Our target element is the Recent News box on the right of the page. The id is ‘s_BREAKING_NEWS_BOX’. Extracting the HTML is easy enough with jQuery:

1
$('<div>').append($('#s_BREAKING_NEWS_BOX').clone()).remove().html();

If we were to just output the HTML at this point, we would get text with default browser styles. We need to copy the computed CSS styles from the original rendering to our new element. Firefox, Chrome and Safari use getComputedStyle, IE uses currentStyle.
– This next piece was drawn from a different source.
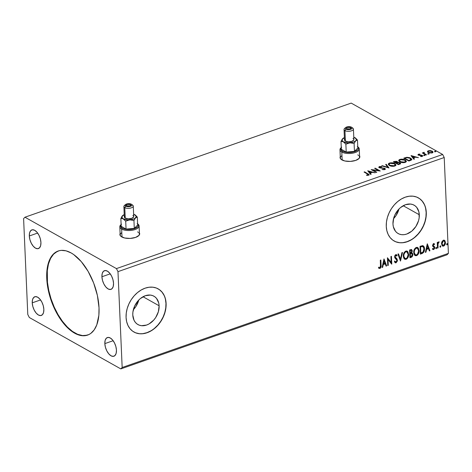 <?xml version="1.0" encoding="UTF-8"?>
<svg xmlns="http://www.w3.org/2000/svg" width="472" height="472" viewBox="0 0 472 472"><rect width="100%" height="100%" fill="white"/><g stroke="black" fill="none" stroke-linecap="round" stroke-linejoin="round"><path stroke-width="0.71" d="M139.683 233.941A9.9 4.283 -2.5 0 0 139.417 233.221L139.435 233.256M139.393 232.779A9.9 4.283 177.5 0 1 139.683 233.717A9.9 4.283 177.5 0 1 135.6 237.41L139.069 235.304L139.677 233.634L139.393 232.779M359.835 156.928A9.9 4.283 -2.5 0 0 359.57 156.208L359.593 156.238M359.552 155.76A9.9 4.283 177.5 0 1 359.841 156.704A9.9 4.283 177.5 0 1 355.758 160.397L359.227 158.291L359.835 156.615L359.552 155.76M58.375 250.951A44.545 22.963 -109.3 0 0 47.147 278.238L46.746 278.38A44.545 22.963 70.7 0 1 58.174 251.015A44.545 22.963 70.7 0 1 84.37 265.565A44.545 22.963 70.7 0 1 99.02 307.744L98.86 315.29L96.76 324.919L94.199 329.863L90.819 333.385L88.86 334.577L84.506 335.745L82.146 335.716L77.19 334.43L72.063 331.55L64.499 324.506L57.655 314.759L53.79 307.166L49.407 294.852L47.589 286.486L46.699 274.515L48.067 264.143L49.005 261.199L51.566 256.261L54.947 252.732L59.018 250.756L61.26 250.372L66.068 250.844L71.13 252.939L73.703 254.573L81.267 261.612L88.111 271.359L93.639 282.976L97.385 295.466L99.02 307.744A44.545 22.963 70.7 0 1 87.591 335.102A44.545 22.963 70.7 0 1 61.395 320.559A44.545 22.963 70.7 0 1 46.746 278.38L47.147 278.238A44.545 22.963 -109.3 0 0 87.792 335.031M133.358 309.667A16.284 12.042 119.3 0 0 138.786 300.009L135.965 306.405L133.358 309.667M159.117 305.779A16.284 12.042 -60.7 0 1 152.09 321.733A16.284 12.042 -60.7 0 1 137.971 324.583A16.284 12.042 -60.7 0 1 132.78 314.995L132.903 312.045L134.644 306.068L138.095 300.752L140.314 298.599L145.305 295.72L150.397 295.071L152.733 295.631L154.804 296.758L156.539 298.41L158.739 303.006L159.117 305.779L158.356 311.744L155.713 317.497L153.795 320.022L149.146 323.875L146.585 325.055L141.5 325.698L139.163 325.137L137.087 324.016L135.352 322.364L134.024 320.252L132.78 314.995A16.284 12.042 -60.7 0 1 139.8 299.041A16.284 12.042 -60.7 0 1 153.919 296.192A16.284 12.042 -60.7 0 1 159.117 305.779L143.028 296.74L159.117 305.779M393.548 218.654A16.284 12.042 119.3 0 0 398.976 208.996L396.15 215.391L393.548 218.654M419.301 214.76A16.284 12.042 -60.7 0 1 412.28 230.714A16.284 12.042 -60.7 0 1 398.161 233.563A16.284 12.042 -60.7 0 1 392.964 223.976L393.719 218.011L394.828 215.049L398.285 209.733L400.504 207.58L405.495 204.7L410.581 204.057L412.917 204.618L414.994 205.739L416.729 207.391L418.924 211.993L419.177 217.71L418.546 220.725L415.897 226.483L411.767 231.156L406.776 234.035L404.191 234.655L401.684 234.684L399.347 234.124L397.276 232.997L395.542 231.351L393.341 226.749L392.964 223.976A16.284 12.042 -60.7 0 1 399.99 208.022A16.284 12.042 -60.7 0 1 414.109 205.172A16.284 12.042 -60.7 0 1 419.301 214.76L403.218 205.727L419.301 214.76M394.067 240.974A24.745 18.302 119.3 0 0 415.502 236.584A24.745 18.302 119.3 0 0 426.145 212.37L426.293 212.447A24.745 18.302 -60.7 0 1 415.62 236.69A24.745 18.302 -60.7 0 1 394.161 241.027A24.745 18.302 -60.7 0 1 386.267 226.454L386.839 230.666L388.161 234.448L390.179 237.658L392.816 240.165L395.967 241.876L399.518 242.72L403.33 242.679L407.253 241.741L411.136 239.947L414.835 237.363L418.21 234.094L421.118 230.259L423.461 226.011L425.142 221.51L426.098 216.931L426.293 212.447L425.72 208.235L424.399 204.453L422.381 201.249L419.744 198.742L416.587 197.03L413.041 196.181L409.23 196.222L405.306 197.16L401.418 198.954L397.719 201.538L394.35 204.807L391.441 208.642L389.099 212.89L387.418 217.391L386.462 221.97L386.267 226.454A24.745 18.302 -60.7 0 1 396.94 202.211A24.745 18.302 -60.7 0 1 418.398 197.874A24.745 18.302 -60.7 0 1 426.293 212.447L426.145 212.37A24.745 18.302 119.3 0 0 418.304 197.827M133.883 331.993A24.745 18.302 119.3 0 0 155.317 327.603A24.745 18.302 119.3 0 0 165.961 303.384L166.109 303.466A24.745 18.302 -60.7 0 1 155.43 327.71A24.745 18.302 -60.7 0 1 133.971 332.04A24.745 18.302 -60.7 0 1 126.077 317.467L126.649 321.68L127.971 325.468L129.989 328.671L132.626 331.179L135.783 332.89L139.334 333.739L143.14 333.692L147.063 332.754L150.951 330.961L154.651 328.382L158.02 325.114L160.934 321.279L163.277 317.031L164.958 312.529L165.914 307.951L166.109 303.466L165.53 299.254L164.209 295.472L162.191 292.262L159.554 289.755L156.403 288.044L152.851 287.194L149.04 287.241L145.116 288.18L141.234 289.973L137.535 292.551L134.166 295.826L131.251 299.655L128.909 303.903L127.228 308.405L126.272 312.983L126.077 317.467A24.745 18.302 -60.7 0 1 136.75 293.224A24.745 18.302 -60.7 0 1 158.214 288.893A24.745 18.302 -60.7 0 1 166.109 303.466L165.961 303.384A24.745 18.302 119.3 0 0 158.12 288.84M29.317 235.97L37.63 233.062L29.317 235.97L29.606 232.808L30.739 230.625L32.538 229.752L34.733 230.318L36.987 232.248L38.952 235.239L40.338 238.838L40.928 242.496A9.9 5.104 70.7 0 1 38.391 248.579A9.9 5.104 70.7 0 1 32.568 245.346A9.9 5.104 70.7 0 1 29.317 235.97A9.9 5.104 70.7 0 1 31.854 229.893A9.9 5.104 70.7 0 1 37.677 233.127A9.9 5.104 70.7 0 1 40.928 242.496L40.639 245.658L39.506 247.847L37.707 248.72L35.512 248.148L33.258 246.225L31.294 243.233L29.907 239.634L29.317 235.97M104.837 343.622L113.15 340.713L104.837 343.622L105.126 340.459L106.259 338.276L108.058 337.397L110.253 337.97L112.507 339.899L114.472 342.89L115.858 346.489L116.448 350.147A9.9 5.104 70.7 0 1 113.911 356.23A9.9 5.104 70.7 0 1 108.088 352.997A9.9 5.104 70.7 0 1 104.837 343.622A9.9 5.104 70.7 0 1 107.374 337.545A9.9 5.104 70.7 0 1 113.197 340.778A9.9 5.104 70.7 0 1 116.448 350.147L116.159 353.31L115.026 355.499L113.227 356.372L111.032 355.799L108.778 353.876L106.814 350.885L105.427 347.286L104.837 343.622M101.917 276.757L110.23 273.848L101.917 276.757L102.206 273.589L103.338 271.406L105.144 270.533L107.333 271.105L109.587 273.028L111.557 276.02L112.938 279.619L113.534 283.283A9.9 5.104 70.7 0 1 110.991 289.36A9.9 5.104 70.7 0 1 105.173 286.126A9.9 5.104 70.7 0 1 101.917 276.757A9.9 5.104 70.7 0 1 104.454 270.674A9.9 5.104 70.7 0 1 110.277 273.907A9.9 5.104 70.7 0 1 113.534 283.283L113.239 286.445L112.106 288.628L110.306 289.501L108.112 288.935L105.858 287.005L103.893 284.014L102.507 280.415L101.917 276.757M32.232 302.841L40.551 299.932L32.232 302.841L32.527 299.679L33.659 297.49L35.459 296.617L37.654 297.189L39.908 299.112L41.872 302.104L43.259 305.703L43.849 309.366A9.9 5.104 70.7 0 1 41.312 315.443A9.9 5.104 70.7 0 1 35.488 312.21A9.9 5.104 70.7 0 1 32.232 302.841A9.9 5.104 70.7 0 1 34.775 296.758A9.9 5.104 70.7 0 1 40.592 299.991A9.9 5.104 70.7 0 1 43.849 309.366L43.56 312.529L42.427 314.712L40.627 315.591L38.433 315.019L36.179 313.089L34.208 310.098L32.828 306.499L32.232 302.841M29.335 317.52L120.808 368.903L447.043 254.786L120.808 368.903L122.165 367.493L117.982 271.648L444.217 157.524L448.4 253.37L122.165 367.493L448.4 253.37L447.043 254.786L448.4 253.37L444.217 157.524L117.982 271.648L116.431 268.603L24.957 217.214L351.192 103.097L442.665 154.48L116.431 268.603L442.665 154.48L444.217 157.524L442.665 154.48L351.192 103.097L24.957 217.214L23.6 218.63L27.783 314.476L29.335 317.52L120.808 368.903L122.165 367.493L117.982 271.648L116.431 268.603L24.957 217.214L23.6 218.63L27.783 314.476L29.335 317.52M120.112 233.616L119.912 234.661L120.808 236.26L124.62 237.982L130.178 238.419L135.6 237.41A9.9 4.283 177.5 0 1 125.387 238.142A9.9 4.283 177.5 0 1 119.906 234.578A9.9 4.283 177.5 0 1 120.112 233.616M340.271 156.604L340.07 157.648L340.967 159.241L344.778 160.97L350.336 161.4L355.758 160.397A9.9 4.283 177.5 0 1 345.545 161.123A9.9 4.283 177.5 0 1 340.064 157.565A9.9 4.283 177.5 0 1 340.271 156.604M367.741 170.764L370.579 174.404L371.169 174.197L370.254 173.035L372.225 172.345L375.157 172.805L367.741 170.764L370.579 174.404L371.169 174.197L370.254 173.035L372.225 172.345L375.157 172.805L367.741 170.764M384.237 168.486L384.137 169.719L384.119 169.312L381.995 169.519L384.839 169.531L385.317 168.947L384.898 168.368L379.824 167.483L379.742 166.935L381.476 166.911L381.582 166.587L379.624 166.504L378.815 167.135L380.054 167.961L384.096 168.415L384.55 168.805L384.308 169.23L381.995 169.519L384.214 169.708L385.317 168.947L384.78 168.303L379.824 167.483L379.883 166.876L381.476 166.911L381.582 166.587L379.37 166.575L378.815 167.117L379.305 167.684L383.559 168.268L384.237 168.486L384.586 169.33M389.435 165.513L393.341 166.327L395.341 165.802L395.902 164.816L394.303 163.365L390.857 162.787L389.105 163.188L388.373 163.825L388.468 164.681L389.435 165.513C390.857 166.333 392.639 166.516 394.787 166.055L395.914 164.911L394.798 163.613C393.371 162.775 391.571 162.598 389.4 163.07L388.297 164.191L389.435 165.513M399.855 161.867L403.761 162.681L405.761 162.156L406.321 161.176L404.722 159.725L401.277 159.147L399.524 159.542L398.793 160.185L398.887 161.04L399.855 161.867C401.277 162.692 403.058 162.869 405.206 162.409L406.333 161.265L405.218 159.973C403.784 159.135 401.985 158.952 399.819 159.424L398.716 160.545L399.855 161.867M411.029 155.624L413.867 159.265L414.451 159.058L413.543 157.89L415.513 157.2L418.446 157.66L411.118 155.589L413.867 159.265L414.451 159.058L413.543 157.89L415.513 157.2L418.446 157.66L411.029 155.624M423.927 155.418L424.995 155.3L424.186 154.975L423.803 155.323L424.8 155.494L424.824 155.105L423.95 155.022L423.968 155.435L423.95 155.022M428.057 153.972L429.125 153.854L428.316 153.53L427.992 153.925L428.93 154.055L428.954 153.66L428.08 153.577L428.104 153.996L428.08 153.577M434.795 151.612L435.857 151.494L435.054 151.176L434.724 151.571L435.668 151.695L435.691 151.3L434.818 151.223L434.836 151.636L434.818 151.223M427.484 151.612L427.957 152.332L429.396 152.963L432.275 152.881L432.853 152.515L432.771 151.565L430.128 150.574L427.656 151.146L427.484 151.612L428.275 152.539L432.163 152.922L433.013 152.102L432.228 151.158L430.381 150.597L428.322 150.763L427.484 151.612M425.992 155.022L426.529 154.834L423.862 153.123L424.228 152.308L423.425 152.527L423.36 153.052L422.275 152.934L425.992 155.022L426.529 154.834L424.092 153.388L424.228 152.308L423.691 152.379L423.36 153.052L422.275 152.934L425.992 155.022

Here’s our JavaScript function to do just that:

1
2
3
4
5
6
7
8
function getPropValue(ele, styleProp) {
    if (ele.currentStyle) {
        var y = ele.currentStyle[styleProp];
    } else if (window.getComputedStyle) {
        var y = document.defaultView.getComputedStyle(ele, null).getPropertyValue(styleProp);
    }
    return y;
}

This function requires an element, and the CSS property that we want to grab. So we can define an array of properties we want to copy, then loop through these properties to get the entire style for the element.

1
2
3
4
5
6
7
8
9
var styles = ["color", "font-family", "font-size", "line-height", "white-space", "padding", "display", "float", "border", "border-top", "border-right", "border-bottom", "border-left", "border-color", "border-width", "border-style", "padding-top", "padding-right", "padding-bottom", "padding-left", "height", "font-weight", "margin-top", "margin-left", "margin-bottom", "margin-right", "text-decoration"];

function getStyles(ele, styles) {
    var values = new Array();
    for (var i=0; i < styles.length; i++) {
        values[i] = getPropValue(ele, styles[i]);
    }
    return values;
}

If we give getStyles an element reference and an array of styles, we get an array of computed CSS values for that element. But remember, we need to do this for every single child element, not just the parent s_BREAKING_NEWS_BOX element. So we need a recursive loop that runs getStyles on the parent, the children, grandchildren, etc. We also have a running count, index, to keep give each elements styles a position in an array, element_styles. Thank to Adam Bratt for help getting this to work.

1
2
3
4
5
6
7
8
9
10
11
function loopChildrenGrab(this_ele, styles, element_styles) {
    element_styles[index] = getStyles(this_ele, styles);
    index++;

    if ( $(this_ele).children().length > 0 ) {
        $(this_ele).children().each(function(){
            loopChildrenGrab(this, styles, element_styles);
        });
    }
    return element_styles;
}

Now we have a multidimensional array of every single elements style, order by the elements position in the DOM. So we can delete the whole web page that we loaded at first, and then run the reverse of the previous functions to assign each CSS property to our copied HTML:

1
2
3
4
5
6
7
8
9
10
11
12
13
14
15
16
function pushStyles(ele, styles, values) {
    for (var i=0; i < styles.length; i++) {
        $(ele).css(styles[i], values[i]);
    }
}

function loopChildrenPush(this_ele, styles, element_styles) {
    pushStyles(this_ele, styles, element_styles[count]);
    count++;

    if ( $(this_ele).children().length > 0 ) {
        $(this_ele).children().each(function() {
            loopChildrenPush(this, styles, element_styles);
        });
    }
}

Tada! We now have successfully copied the HTML and flattened the CSS for each element. s_BREAKING_NEWS_BOX can now be loaded independently of its parent page.

What would it take to do this server-side? In short, render the HTML in some sort of web view, then extract the flattened CSS for every element. While it is possible, and most likely the way to proceed with this project, letting the browser do the heavy lifting rendering CSS is definitely easier in the short term.